Distribution of Demographic Factors and Potential Risk Factors for Sleep Disordered Breathing in the Population*
(Non-SDB) | (Primary Snore) | 1 ≤ AHI < 5 (Mild SDB) |
AHI ≥ 5 (Moderate SDB) |
P | |
---|---|---|---|---|---|
Female | 51.0% | 52.0% | 53.2% | 88.5% | 0.191 |
Age (months) | 111.2 ± 1.0 | 108.1 ± 2.1 | 111.9 ± 1.6 | 121.1 ± 6.0 | 0.221 |
Minority | 18.4% | 28.8% | 34.4% | 0.0% | < 0.0001 |
BMI Percentile | 58.5 ± 1.4 | 63.9 ± 2.9 | 65.2 ± 2.2 | 67.5 ± 14.0 | 0.041 |
Waist (cm) | 63.5 ± 0.4 | 66.3 ± 1.2 | 66.4 ± 0.9 | 73.4 ± 5.0 | < 0.0001 |
Neck (cm) | 28.6 ± 0.3 | 28.7 ± 0.4 | 29.5 ± 0.4 | 29.5 ± 0.5 | 0.325 |
Tonsil size: | 0.032 | ||||
Abnormal | 34.8% | 48.5% | 46.9% | 28.8% | |
Normal | 58.1% | 41.5% | 45.3% | 63.4% | |
Removed | 7.1% | 10.0% | 7.8% | 7.8% | |
Mouth breath | 4.8% | 8.3% | 9.5% | 7.8% | 0.185 |
Stertor | 1.3% | 4.8% | 0.3% | 0.0% | 0.034 |
Nasal drainage | 20.7% | 33.7% | 32.7% | 7.8% | 0.003 |
Turbinate hypertrophy | 13.9% | 22.3% | 28.4% | 0.0% | < 0.0001 |
Middle ear effusion | 3.3% | 4.6% | 1.3% | 0.0% | 0.409 |
Cervical adenopathy | 17.9% | 28.1% | 20.6% | 19.3% | 0.175 |
Long palate | 5.3% | 7.7% | 13.0% | 28.8% | 0.002 |
Abnormal palate | 1.6% | 2.7% | 4.9% | 0.0% | 0.170 |
Abnormal uvula | 1.7% | 5.0% | 7.2% | 0.0% | 0.655 |
Macroglossia | 1.5% | 1.8% | 3.0% | 7.8% | 0.439 |
Retrognathia | 0.2% | 0.0% | 0.3% | 0.0% | 0.948 |
Chronic sinusitis | 9.7% | 10.6% | 17.2% | 7.8% | 0.075 |
Chronic cough | 6.1% | 2.3% | 6.3% | 11.5% | 0.367 |
Wheeze | 10.4% | 12.8% | 11.5% | 13.6% | 0.897 |
Enuresis | 10.8% | 16.7% | 12.5% | 0.0% | 0.258 |
*Analysis for binary variables = Chi Square and for continuous = ANOVA
In order to establish the relative independent contribution of these risk factors we further analyzed these data from a multivariate perspective using a stepwise logistic regression (retention criteria P < 0.05). We included in the initial models all variables with a univariate association of P < 0.30 (as indicated in Table 1). We assessed the 3 levels of SDB each compared to no-SDB (Table 3). These systematic models enabled us to identify changing patterns of association at various thresholds of severity of SDB. In general, waist circumference was consistently a significant predictor of SDB at all levels of severity. At the lowest threshold (i.e., primary snoring), an association with waist, age (negative), cervical adenopathy, and minority was observed. With mild SDB, waist, nasal abnormalities (e.g., chronic sinusitis/rhinitis, turbinate hypertrophy, nasal drain), and minority were significant risk factors. Finally, with moderate SDB, waist and long soft palate were identified as risk factors.

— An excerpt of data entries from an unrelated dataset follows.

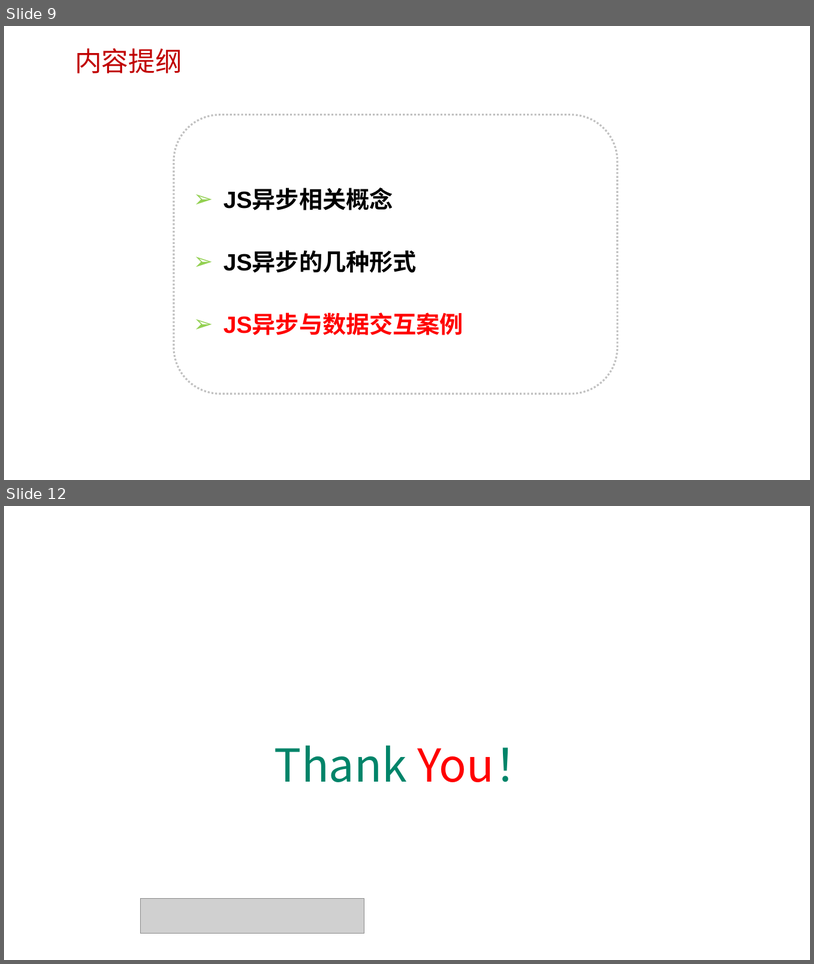
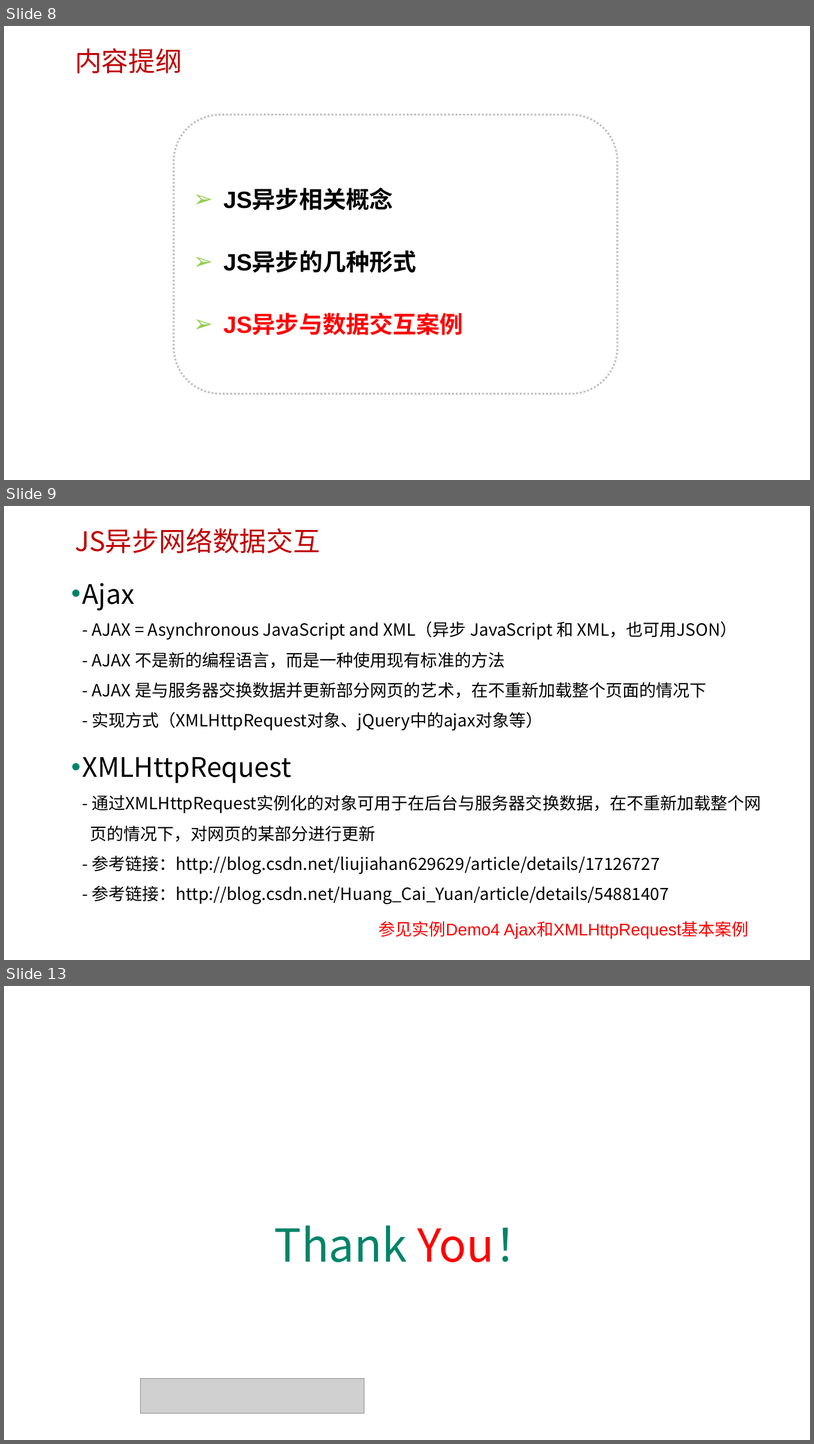
Before and after one commit to edu2act/course-javascript-advanced, a slide deck: 课程PPT/12.JavaScript异步与网络数据交互.pptx. Shown one above the other, each under a label of ours: slides 9 and 12 before the commit, slides 8, 9 and 13 after it; the slides between them are not shown. The pictures are 814x964 and 814x1444 pixels, drawn with LibreOffice and Linux fonts; fonts in the diff are those of the drawing; grey boxes stand for pictures; background and template pictures are left out. Boxes give left, top, right and bottom in pixels: in the first picture for what was removed or moved away, otherwise in the second. Text is boxed around its words. In the diff, an @@ line names an element or a change of style, - is before the commit and + after.

Commit message:
V0.12.2	更新PPT(12)和L12（10月30号）

```diff
--- a/课程PPT/12.JavaScript异步与网络数据交互.pptx
+++ b/课程PPT/12.JavaScript异步与网络数据交互.pptx
@@ slide 9 added at (4,506,810,960), background picture (left out) @@
@@ text added at (75,528,320,553), 32 pt, text #C00000 @@
+JS异步网络数据交互
@@ text added at (83,583,762,904), 20 pt, text #000000 @@
+• Ajax
+  - AJAX = Asynchronous JavaScript and XML（异步 JavaScript 和 XML，也可用JSON）
+  - AJAX 不是新的编程语言，而是一种使用现有标准的方法
+  - AJAX 是与服务器交换数据并更新部分网页的艺术，在不重新加载整个页面的情况下
+  - 实现方式（XMLHttpRequest对象、jQuery中的ajax对象等）
+• XMLHttpRequest
+  - 通过XMLHttpRequest实例化的对象可用于在后台与服务器交换数据，在不重新加载整个网
+  页的情况下，对网页的某部分进行更新
+  - 参考链接：http://blog.csdn.net/liujiahan629629/article/details/17126727
+  - 参考链接：http://blog.csdn.net/Huang_Cai_Yuan/article/details/54881407
@@ text added at (379,921,749,939), 20 pt, text #FF0000 @@
+参见实例Demo4 Ajax和XMLHttpRequest基本案例
@@ what was slide 9 is now slide 8 @@
@@ what was slide 12 is now slide 13 @@
```
Also in this commit, not shown: 4 slides changed, 4 other slides added, 4 slides removed, 33 other files.
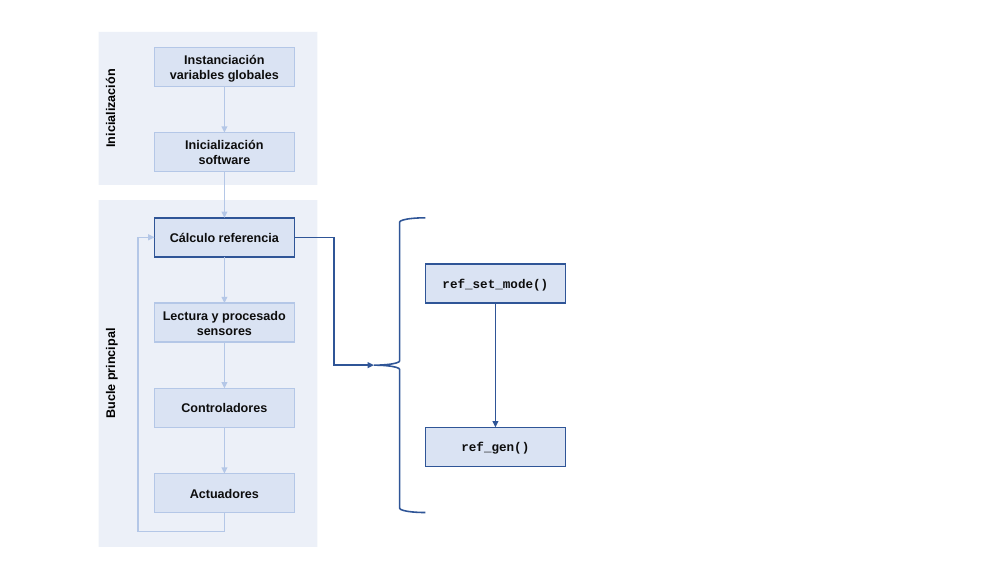
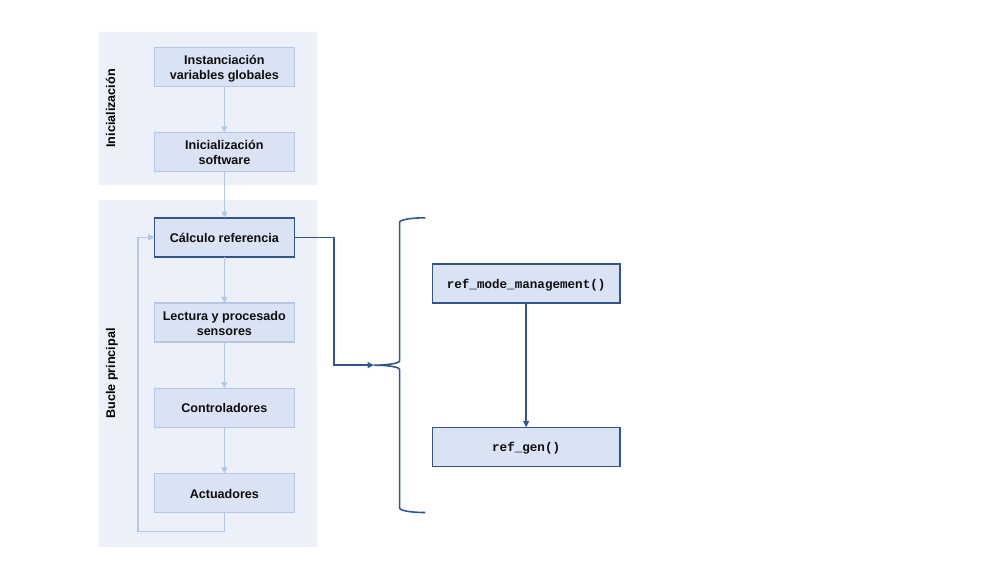
Before and after one commit to leonprietobailo/DroneSTM32F405, a slide deck: slide 4 of doc/schemes.pptx. Drawn at 1008x567 pixels with LibreOffice and Linux fonts; fonts in the diff are those of the drawing. Boxes give left, top, right and bottom in pixels: in the first picture for what was removed or moved away, otherwise in the second. Text is boxed around its words. In the diff, an @@ line names an element or a change of style, - is before the commit and + after.

```diff
--- a/doc/schemes.pptx
+++ b/doc/schemes.pptx
@@ rectangle "ref_mode_management()": place and size @@
-rectangle "ref_mode_management()" at (426, 264, 566, 303)
+rectangle "ref_mode_management()" at (433, 264, 620, 303)
@@ text in rectangle at (447, 279, 606, 291): text changed @@
-ref_set_mode()
+ref_mode_management()
@@ arrow moved from (495, 303) - (495, 427) to (526, 303) - (526, 427) @@
@@ rectangle "ref_gen()": place and size @@
-rectangle "ref_gen()" at (426, 427, 566, 467)
+rectangle "ref_gen()" at (433, 427, 620, 467)
```
Also in this commit, not shown: 6 other slides changed, 4 other files.
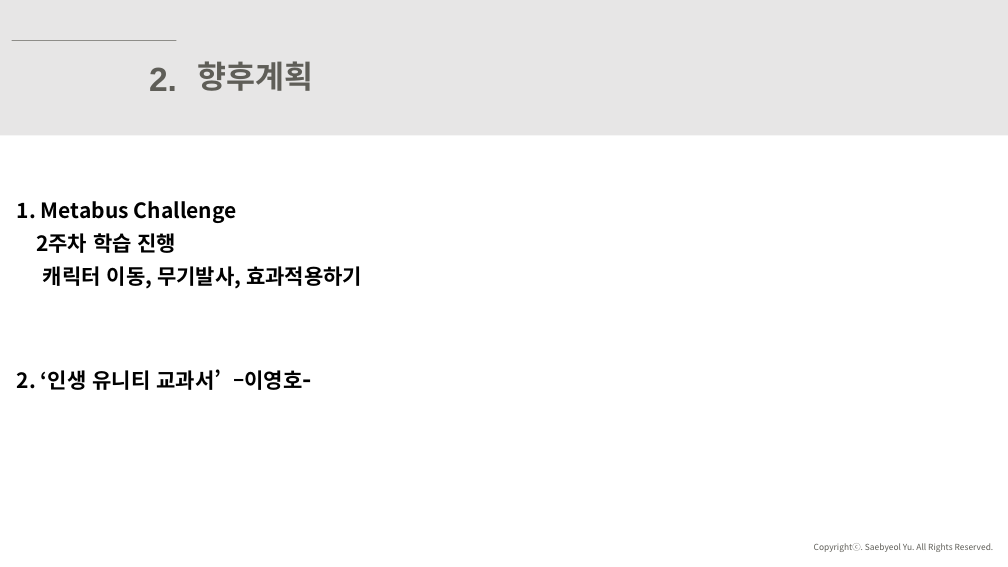
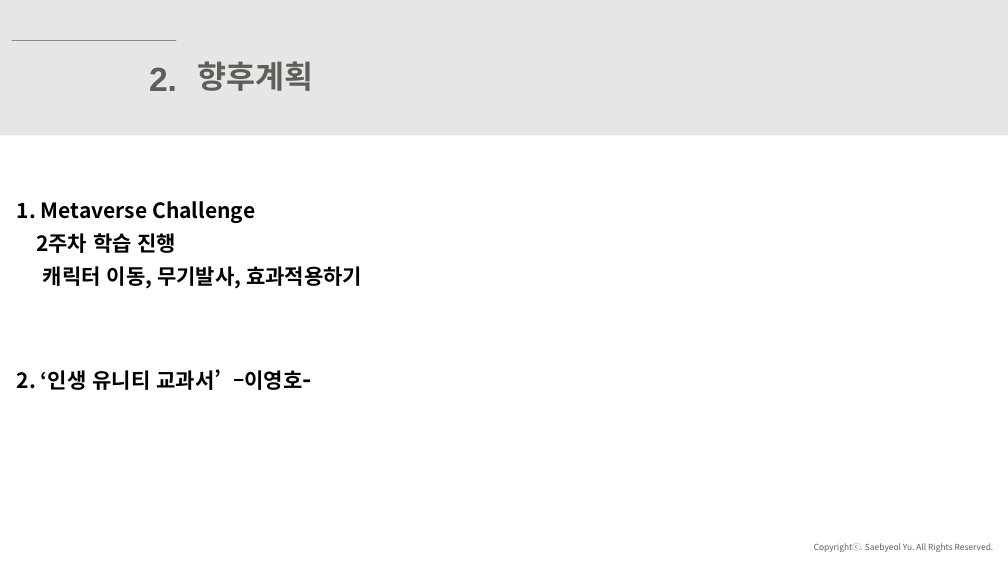
Before and after one commit to ssh6189/2022.01.15, a slide deck: slide 12 of 2022년 1월 15일 도면해석자동화.ppt. Drawn at 1008x567 pixels with LibreOffice and Linux fonts; fonts in the diff are those of the drawing. Boxes give left, top, right and bottom in pixels: in the first picture for what was removed or moved away, otherwise in the second. Text is boxed around its words. In the diff, an @@ line names an element or a change of style, - is before the commit and + after.

```diff
--- a/2022년 1월 15일 도면해석자동화.ppt
+++ b/2022년 1월 15일 도면해석자동화.ppt
@@ text at (x1=17, y1=201, x2=255, y2=223): text changed @@
-1. Metabus Challenge
+1. Metaverse Challenge
```
Also in this commit, not shown: 1 other slide changed, 1 other file.

At no level was tonsil size, as assessed by visual inspection, retained as a significant risk factor for SDB.
Table 3.
Final Model of Logistic Regression
β | OR (95% CI) | P | |
---|---|---|---|
Primary Snore vs No-SDB | |||
Waist (cm) | 0.048 | 1.05 (1.02, 1.08) | < 0.001 |
Age (mo) | −0.017 | 0.98 (.97, .99) | 0.010 |
Cervical adenopathy | 0.687 | 1.2 (1.1, 3.4) | 0.014 |
Minority | 0.574 | 1.8 (1.0, 3.1) | 0.038 |
1 ≤ AHI < 5 vs No-SDB | |||
Minority | 0.805 | 2.2 (1.4, 3.4) | < 0.001 |
Turbinate hypertrophy | 0.716 | 2.0 (1.3, 3.3) | 0.003 |
Waist (cm) | 0.031 | 1.03 (1.01, 1.05) | 0.003 |
Long palate | 0.975 | 2.7 (1.3, 5.3) | 0.006 |
Chronic sinusitis | 0.715 | 2.0 (1.2, 3.6) | 0.013 |
Nasal drain | 0.546 | 1.7 (1.1, 2.7) | 0.017 |
AHI ≥ 5 vs No-SDB | |||
Waist (cm) | 0.030 | 1.09 (1.03, 1.16) | 0.005 |
Long palate | 0.875 | 6.9 (1.2, 38.3) | 0.025 |
Note: Waist circumference replaced BMI in all models
DISCUSSION
We observed a prevalence of 1.2% for moderate SDB, 25.0% for mild SDB, and 15.5% for primary snoring. These prevalence estimates were based on a representative sample of children randomly selected from the local population of all children enrolled in elementary schools (K-5) within the 3 school districts closest to the medical center. Previous estimates using this same threshold (AHI ≥ 5) have varied greatly ranging from 0.9% to 13.0%.5,8,9 A major reason for this wide range of estimates may be due to small sample sizes of previous studies, varied criteria for SDB, and differences in the age range. We found only one study that used AHI ≥ 5 and a roughly similar age range (8-11 years), and it reported a prevalence of 0.9%.9 This study was based on a cross-sectional sample which oversampled preterm and African American children. The final analysis only evaluated the independent contribution of race, preterm status, and BMI.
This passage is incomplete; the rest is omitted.